Unique identifier used for routing. Must be alphanumeric with underscores.

description (required)

Plain-text description of what this agent handles. Used by the supervisor to route user messages to the right agent. Be specific.

permission (required)

Controls the interrupt threshold:

  • read -- no interrupt required. Agent can act immediately.
  • write -- requires human approval via interrupt before executing tools.

tools (required)

List of tool names this agent can use.

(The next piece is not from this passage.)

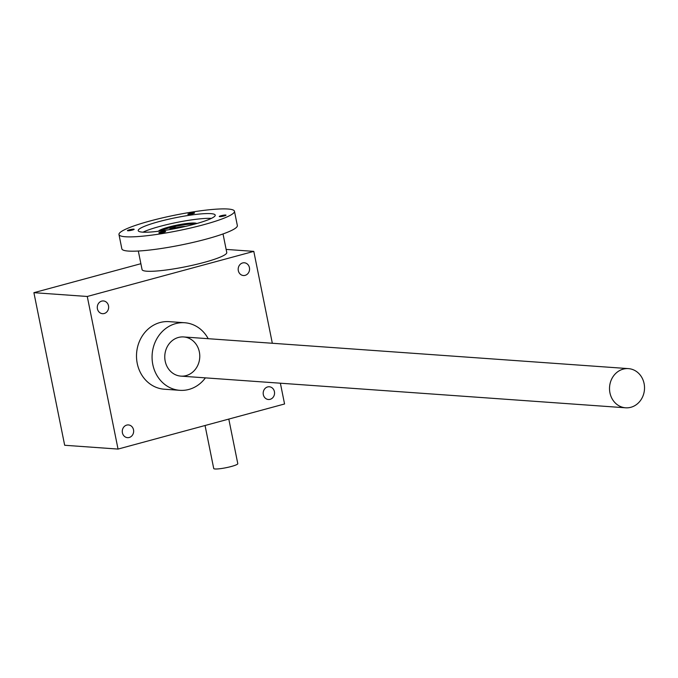 <?xml version="1.0" encoding="UTF-8"?>
<svg xmlns="http://www.w3.org/2000/svg" width="678" height="678" viewBox="0 0 678 678"><rect width="100%" height="100%" fill="white"/><g stroke="black" fill="none" stroke-linecap="round" stroke-linejoin="round"><path stroke-width="1.02" d="M64.673 445.268L118.04 449.073L87.267 296.472L33.9 292.676L64.673 445.268M272.327 343.263L253.801 251.377L226.138 249.411M118.04 449.073L284.565 403.978L280.378 383.214M33.9 292.676L140.88 263.708M101.717 301.108A6.382 5.687 -85.9 0 1 103.42 300.947A6.382 5.687 -85.9 0 1 108.633 307.719A6.382 5.687 -85.9 0 1 102.514 313.677A6.382 5.687 -85.9 0 1 97.293 307.871A6.382 5.687 -85.9 0 1 101.717 301.108M126.718 425.098A6.382 5.687 -85.9 0 1 128.413 424.928A6.382 5.687 -85.9 0 1 133.634 431.7A6.382 5.687 -85.9 0 1 127.506 437.657A6.382 5.687 -85.9 0 1 122.286 431.852A6.382 5.687 -85.9 0 1 126.718 425.098M267.624 386.935A6.382 5.687 -85.9 0 1 269.327 386.774A6.382 5.687 -85.9 0 1 274.539 393.545A6.382 5.687 -85.9 0 1 268.42 399.503A6.382 5.687 -85.9 0 1 263.2 393.698A6.382 5.687 -85.9 0 1 267.624 386.935M242.622 262.954A6.382 5.687 -85.9 0 1 244.326 262.784A6.382 5.687 -85.9 0 1 249.546 269.556A6.382 5.687 -85.9 0 1 243.419 275.522A6.382 5.687 -85.9 0 1 238.198 269.708A6.382 5.687 -85.9 0 1 242.622 262.954M205.4 377.875A33.875 30.179 -85.9 0 1 179.865 390.325L164.296 389.214A33.875 30.179 -85.9 0 1 136.575 358.382A33.875 30.179 -85.9 0 1 160.067 322.525A33.875 30.179 -85.9 0 1 169.11 321.643L184.679 322.745A33.875 30.179 -85.9 0 1 208.197 338.695M87.267 296.472L253.801 251.377M199.349 351.907A19.637 17.492 94.1 0 0 170.398 342.331A19.637 17.492 94.1 0 0 177.06 375.366A19.637 17.492 94.1 0 0 199.349 351.907M179.865 390.325A33.875 30.179 -85.9 0 1 152.143 359.484A33.875 30.179 -85.9 0 1 175.636 323.635A33.875 30.179 -85.9 0 1 184.679 322.745M228.8 419.08L237.792 463.667A12.272 1.653 168.6 0 1 228.774 467.125A12.272 1.653 168.6 0 1 215.087 468.981A12.272 1.653 168.6 0 1 213.723 468.515L205.053 425.504M644.1 383.587A19.637 17.492 94.1 0 0 628.413 368.62A19.637 17.492 94.1 0 0 609.573 386.969A19.637 17.492 94.1 0 0 625.625 407.8A19.637 17.492 94.1 0 0 644.1 383.587M138.32 251.03L142.066 269.581A43.206 5.822 -11.4 0 0 185.56 266.751A43.206 5.822 -11.4 0 0 226.766 252.504L223.02 233.952M160.211 231.037A19.637 2.644 168.6 0 1 177.348 226.02A19.637 2.644 168.6 0 1 195.095 224.003M169.941 229.545A9.331 1.254 168.6 0 1 171.305 229.02L169.839 228.918L174.966 227.528L176.424 227.639A9.331 1.254 168.6 0 1 185.543 226.401M158.483 231.257A19.637 2.644 168.6 0 1 177.161 225.071A19.637 2.644 168.6 0 1 196.773 223.537M174.966 227.528L175.178 228.588M176.424 227.639L176.568 228.316M159.262 232.995A3.432 0.466 168.6 0 1 158.881 232.868A3.432 0.466 168.6 0 1 162.161 231.732A3.432 0.466 168.6 0 1 165.618 231.512A3.432 0.466 168.6 0 1 163.101 232.478A3.432 0.466 168.6 0 1 159.262 232.995M127.811 230.757A3.432 0.466 168.6 0 1 127.439 230.63A3.432 0.466 168.6 0 1 130.71 229.495A3.432 0.466 168.6 0 1 134.168 229.274A3.432 0.466 168.6 0 1 131.651 230.24A3.432 0.466 168.6 0 1 127.811 230.757M219.647 216.646A3.432 0.466 168.6 0 1 219.265 216.519A3.432 0.466 168.6 0 1 222.545 215.384A3.432 0.466 168.6 0 1 226.003 215.155A3.432 0.466 168.6 0 1 223.486 216.129A3.432 0.466 168.6 0 1 219.647 216.646M188.196 214.409A3.432 0.466 168.6 0 1 187.823 214.273A3.432 0.466 168.6 0 1 191.094 213.146A3.432 0.466 168.6 0 1 194.561 212.917A3.432 0.466 168.6 0 1 192.035 213.884A3.432 0.466 168.6 0 1 188.196 214.409M211.392 218.384A39.273 5.288 -11.4 0 0 176.636 222.477A39.273 5.288 -11.4 0 0 143.007 232.173M210.883 213.646A39.273 5.288 -11.4 0 0 167.059 219.579A39.273 5.288 -11.4 0 0 138.219 230.656A39.273 5.288 -11.4 0 0 177.763 228.079A39.273 5.288 -11.4 0 0 215.223 215.129A39.273 5.288 -11.4 0 0 210.883 213.646M227.961 209.019A58.91 7.941 -11.4 0 0 162.22 217.926A58.91 7.941 -11.4 0 0 118.972 234.537A58.91 7.941 -11.4 0 0 178.289 230.673A58.91 7.941 -11.4 0 0 234.469 211.248A58.91 7.941 -11.4 0 0 227.961 209.019M118.972 234.537L121.854 248.843A58.91 7.941 -11.4 0 0 181.17 244.978A58.91 7.941 -11.4 0 0 237.351 225.554L234.469 211.248M628.413 368.62L183.662 336.949M625.625 407.8L180.873 376.121"/></g></svg>

Tools are registered in backend/app/agents/. Each tool name must match a registered LangChain tool.

Available built-in tools:

  • get_order_status -- look up order details
  • get_tracking_info -- get shipping/tracking info
  • cancel_order -- cancel an order (write)
  • apply_discount -- apply a discount code (write)
  • generate_coupon -- generate a new coupon (write)
  • fallback_respond -- generic fallback response

personality (optional)

Customizes agent behavior:

  • tone -- free-text description of the agent's communication style
  • greeting -- opening message injected at session start
  • escalation_message -- message sent when the agent escalates

Built-in Templates

Use TEMPLATE_NAME environment variable to load a pre-built agent configuration:

Template Filename Description
e-commerce templates/e-commerce.yaml Orders, shipping, discounts
saas templates/saas.yaml Account management, billing, support
fintech templates/fintech.yaml Financial services support

Example:

TEMPLATE_NAME=e-commerce uvicorn app.main:app

Adding New Agents

  1. Add agent definition to agents.yaml.
  2. Register any new tools in backend/app/agents/.
  3. Restart the backend.

The supervisor will automatically route to the new agent when the user's intent matches the agent's description.

Agent Routing Logic

  1. User sends a message.
  2. The LLM supervisor classifies the intent against all agent descriptions.
  3. If unambiguous, the matching agent is invoked directly.
  4. If ambiguous (multiple plausible agents), the system asks a clarification question.
  5. If multi-intent, agents are invoked sequentially.

Escalation

Any agent can trigger escalation. This:

  1. Sends a webhook notification (if WEBHOOK_URL is configured).
  2. Marks the conversation with resolution_type = escalated.
  3. Sends the agent's escalation_message to the user.